El Dragón es la luz entrando en la manifestación, o sea en tu realidad y el Viento es el espíritu hablando contigo.

Al aparecer una línea que marca el tiempo, como es la familia portal, todo lo anterior se sitúa en lo atemporal. Es y existe sin referencia al tiempo. No solo el Dragón, la solidaridad, sino también el Viento, sirven para mostrar cualidades de lo sagrado. Y también la Noche.

Lo sagrado, lo anterior al tiempo se presenta como algo que te cuida y te nutre, el Dragón, pero también se presenta como algo que quiere dialogar contigo.

 

Las Ondas

El Viento es el espíritu hablando contigo, y cuando libremente tu entras en ese diálogo, es cuando te trasformas en el Mago, que es la transcendencia del Viento.

El Viento, como onda está asociado a la Mano. Quiere decir que el espíritu es la energía que hace todas las cosas.
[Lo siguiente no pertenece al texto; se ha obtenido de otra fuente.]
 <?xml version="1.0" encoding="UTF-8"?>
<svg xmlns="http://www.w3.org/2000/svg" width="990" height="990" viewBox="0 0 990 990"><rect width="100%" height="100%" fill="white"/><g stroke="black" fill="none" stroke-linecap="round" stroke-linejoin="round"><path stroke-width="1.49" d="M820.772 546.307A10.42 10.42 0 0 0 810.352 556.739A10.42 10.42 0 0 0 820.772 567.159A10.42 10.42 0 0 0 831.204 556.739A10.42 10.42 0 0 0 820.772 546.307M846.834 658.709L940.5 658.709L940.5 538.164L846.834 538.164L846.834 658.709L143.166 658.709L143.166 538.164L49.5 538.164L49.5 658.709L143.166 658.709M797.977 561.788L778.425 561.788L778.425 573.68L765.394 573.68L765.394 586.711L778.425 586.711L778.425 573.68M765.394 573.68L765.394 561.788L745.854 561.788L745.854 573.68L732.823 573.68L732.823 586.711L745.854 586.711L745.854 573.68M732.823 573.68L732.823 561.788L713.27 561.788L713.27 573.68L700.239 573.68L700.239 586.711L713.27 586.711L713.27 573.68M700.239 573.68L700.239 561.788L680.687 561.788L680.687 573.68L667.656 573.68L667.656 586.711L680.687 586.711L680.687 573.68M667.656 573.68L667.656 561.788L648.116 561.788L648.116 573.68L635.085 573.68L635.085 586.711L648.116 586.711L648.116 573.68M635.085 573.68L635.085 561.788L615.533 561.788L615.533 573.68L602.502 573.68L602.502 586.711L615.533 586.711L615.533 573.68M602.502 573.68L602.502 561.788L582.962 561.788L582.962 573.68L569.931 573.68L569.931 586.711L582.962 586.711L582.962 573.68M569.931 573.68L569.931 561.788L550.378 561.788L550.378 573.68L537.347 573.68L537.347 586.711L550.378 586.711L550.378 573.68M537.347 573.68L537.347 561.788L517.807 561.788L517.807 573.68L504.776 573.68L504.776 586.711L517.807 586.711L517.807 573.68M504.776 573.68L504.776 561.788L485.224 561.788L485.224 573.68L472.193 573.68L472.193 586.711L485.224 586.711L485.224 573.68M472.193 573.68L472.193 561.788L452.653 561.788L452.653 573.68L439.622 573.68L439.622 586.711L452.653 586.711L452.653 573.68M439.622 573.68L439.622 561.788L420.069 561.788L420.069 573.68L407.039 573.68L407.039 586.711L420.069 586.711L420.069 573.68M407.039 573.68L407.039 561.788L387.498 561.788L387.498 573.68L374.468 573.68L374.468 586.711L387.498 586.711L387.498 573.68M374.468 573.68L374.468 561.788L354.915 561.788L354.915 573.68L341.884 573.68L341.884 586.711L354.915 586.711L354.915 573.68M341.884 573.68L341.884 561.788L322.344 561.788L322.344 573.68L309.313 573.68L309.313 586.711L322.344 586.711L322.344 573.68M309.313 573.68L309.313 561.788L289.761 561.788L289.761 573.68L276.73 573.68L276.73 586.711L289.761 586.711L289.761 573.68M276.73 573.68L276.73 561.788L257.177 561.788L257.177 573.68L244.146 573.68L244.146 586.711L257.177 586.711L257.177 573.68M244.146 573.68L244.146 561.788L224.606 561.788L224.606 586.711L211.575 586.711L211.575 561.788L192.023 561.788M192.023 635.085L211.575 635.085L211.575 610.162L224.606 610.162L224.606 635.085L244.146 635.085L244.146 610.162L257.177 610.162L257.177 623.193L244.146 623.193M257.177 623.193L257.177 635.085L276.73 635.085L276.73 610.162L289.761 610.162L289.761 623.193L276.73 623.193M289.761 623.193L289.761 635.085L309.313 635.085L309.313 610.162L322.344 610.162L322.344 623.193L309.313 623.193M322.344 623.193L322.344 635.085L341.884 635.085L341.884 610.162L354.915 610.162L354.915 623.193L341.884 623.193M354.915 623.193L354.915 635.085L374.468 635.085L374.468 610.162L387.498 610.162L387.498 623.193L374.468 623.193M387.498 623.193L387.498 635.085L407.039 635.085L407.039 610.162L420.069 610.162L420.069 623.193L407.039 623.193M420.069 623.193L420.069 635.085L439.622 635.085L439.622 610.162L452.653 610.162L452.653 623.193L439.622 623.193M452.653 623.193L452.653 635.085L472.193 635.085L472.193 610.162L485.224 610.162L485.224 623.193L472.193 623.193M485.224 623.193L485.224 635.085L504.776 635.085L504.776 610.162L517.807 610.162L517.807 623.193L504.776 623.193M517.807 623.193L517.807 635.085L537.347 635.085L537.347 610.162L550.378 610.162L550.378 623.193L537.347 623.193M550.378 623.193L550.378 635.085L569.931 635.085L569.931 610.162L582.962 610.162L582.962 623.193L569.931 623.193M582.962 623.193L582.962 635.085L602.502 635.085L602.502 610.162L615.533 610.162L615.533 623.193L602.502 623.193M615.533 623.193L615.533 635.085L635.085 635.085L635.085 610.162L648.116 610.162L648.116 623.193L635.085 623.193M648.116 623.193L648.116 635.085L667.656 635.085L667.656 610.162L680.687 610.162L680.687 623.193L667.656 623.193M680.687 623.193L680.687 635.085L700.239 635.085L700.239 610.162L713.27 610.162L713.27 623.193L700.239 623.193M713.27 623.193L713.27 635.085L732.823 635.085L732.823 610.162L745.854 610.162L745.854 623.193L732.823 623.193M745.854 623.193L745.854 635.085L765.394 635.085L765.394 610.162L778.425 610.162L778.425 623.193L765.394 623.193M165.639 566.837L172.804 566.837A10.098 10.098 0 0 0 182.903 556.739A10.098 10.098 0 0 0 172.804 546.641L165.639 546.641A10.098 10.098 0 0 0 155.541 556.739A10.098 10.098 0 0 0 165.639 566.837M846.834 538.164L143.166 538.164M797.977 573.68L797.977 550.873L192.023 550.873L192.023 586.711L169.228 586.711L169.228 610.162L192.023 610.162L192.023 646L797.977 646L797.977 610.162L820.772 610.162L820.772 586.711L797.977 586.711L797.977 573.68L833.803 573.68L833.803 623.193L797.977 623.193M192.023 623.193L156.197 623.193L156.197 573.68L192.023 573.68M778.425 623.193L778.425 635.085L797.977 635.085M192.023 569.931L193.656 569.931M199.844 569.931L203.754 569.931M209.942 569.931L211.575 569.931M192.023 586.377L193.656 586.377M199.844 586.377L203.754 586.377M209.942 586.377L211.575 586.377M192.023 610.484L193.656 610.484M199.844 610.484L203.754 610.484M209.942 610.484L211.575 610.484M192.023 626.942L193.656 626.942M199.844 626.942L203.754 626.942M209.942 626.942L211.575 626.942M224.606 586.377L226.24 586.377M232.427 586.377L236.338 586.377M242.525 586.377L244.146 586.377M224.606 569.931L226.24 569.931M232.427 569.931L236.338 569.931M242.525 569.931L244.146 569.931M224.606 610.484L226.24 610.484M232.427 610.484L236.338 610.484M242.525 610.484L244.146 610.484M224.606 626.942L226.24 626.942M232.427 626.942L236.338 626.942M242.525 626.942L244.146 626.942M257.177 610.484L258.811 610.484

Si algo llega a realizarse, o sea si algo llega a ser real, es desde una dimensión espiritual.

El Viento mueve una energía que nos ayuda a encontrar al espíritu detrás de todo, a buscar la espiritualidad de la materia.

 

La segunda Onda

La onda dos es el Mago, que significa un aprendizaje, el aprendizaje de lo espiritual. Es importante resaltar que la onda dos está en la primera columna, lo que lo determina como propósito.

La primera columna es la expresión del propósito de dimensiones superiores de abrir un camino evolutivo para que el ser humano acceda a dimensiones superiores más gozosas de la vida. Toda la primera columna es como una declaración de intenciones, un programa abierto a quien quiera desde dimensiones superiores de la vida. Ahí, en esa primera columna, está la primera onda que expresa cómo llegar al cielo a partir de la solidaridad, Dragón-Caminante del cielo.

Pero en esa primera columna también está la segunda onda, que se inicia con el Mago, o sea el aprendizaje, siendo esta segunda onda como el primer escalón ascendente. El Mago expresa el espíritu, y eso supone una ascesis, un aprendizaje, una sanación del error.